What lines of the listing include the string "performance"? Show them all.

** Data for review **
■ ■ ■

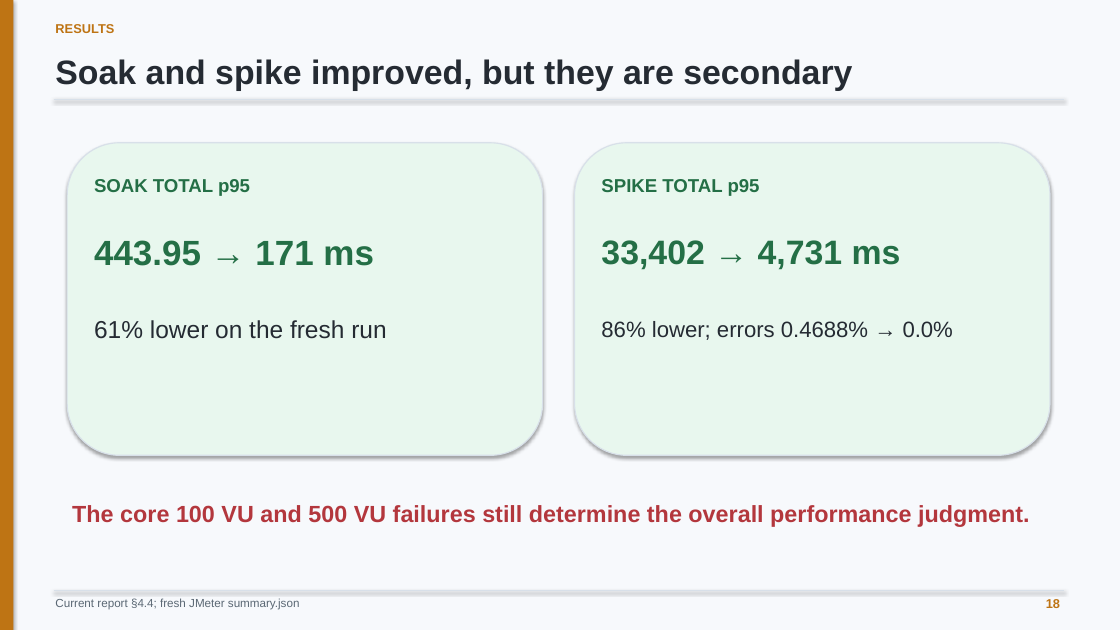
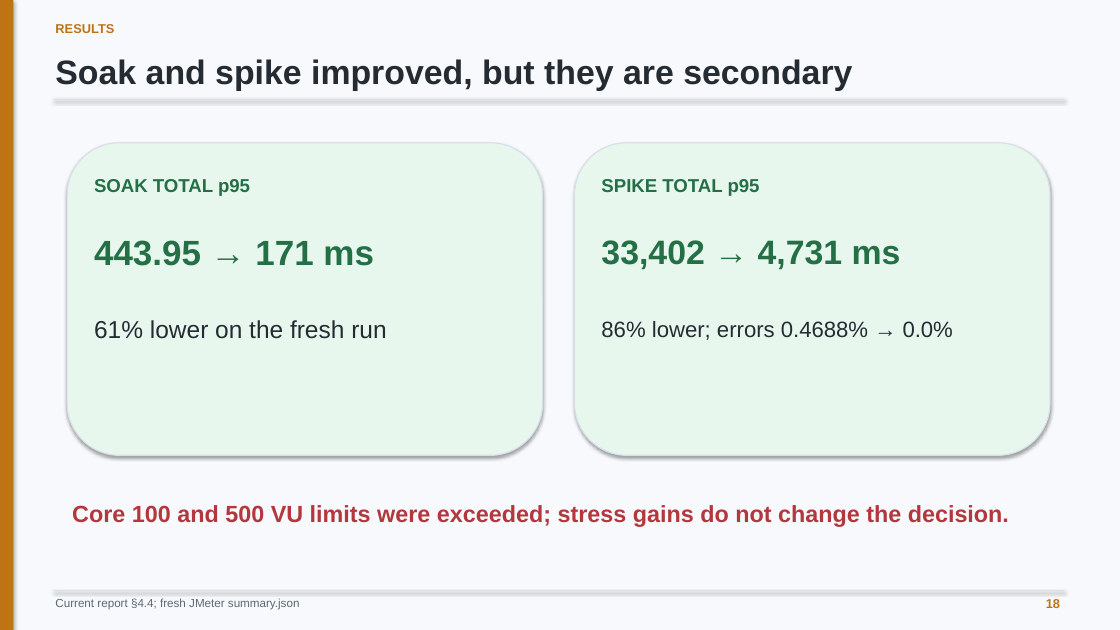
Before and after one commit to minatozaki98/financial-accounting, a slide deck: slide 18 of Document/outputs/final-defense/G6519692_Zaw_Ye_Htut_Ko_Final_Thesis_Defense.pptx. Drawn at 1120x630 pixels with LibreOffice and Linux fonts; fonts in the diff are those of the drawing. Boxes give left, top, right and bottom in pixels: in the first picture for what was removed or moved away, otherwise in the second. Text is boxed around its words. In the diff, an @@ line names an element or a change of style, - is before the commit and + after.

Commit message:
docs: phrase core performance as unmet target in defense

```diff
--- a/Document/outputs/final-defense/G6519692_Zaw_Ye_Htut_Ko_Final_Thesis_Defense.pptx
+++ b/Document/outputs/final-defense/G6519692_Zaw_Ye_Htut_Ko_Final_Thesis_Defense.pptx
@@ text at (72, 505, 1009, 527): text changed @@
-The core 100 VU and 500 VU failures still determine the overall performance judgment.
+Core 100 and 500 VU limits were exceeded; stress gains do not change the decision.
```
Also in this commit, not shown: 5 other slides changed, 2 other files.

■ ■ ■

** Result of this exercise **
docs: phrase core performance as unmet target in defense
-The core 100 VU and 500 VU failures still determine the overall performance judgment.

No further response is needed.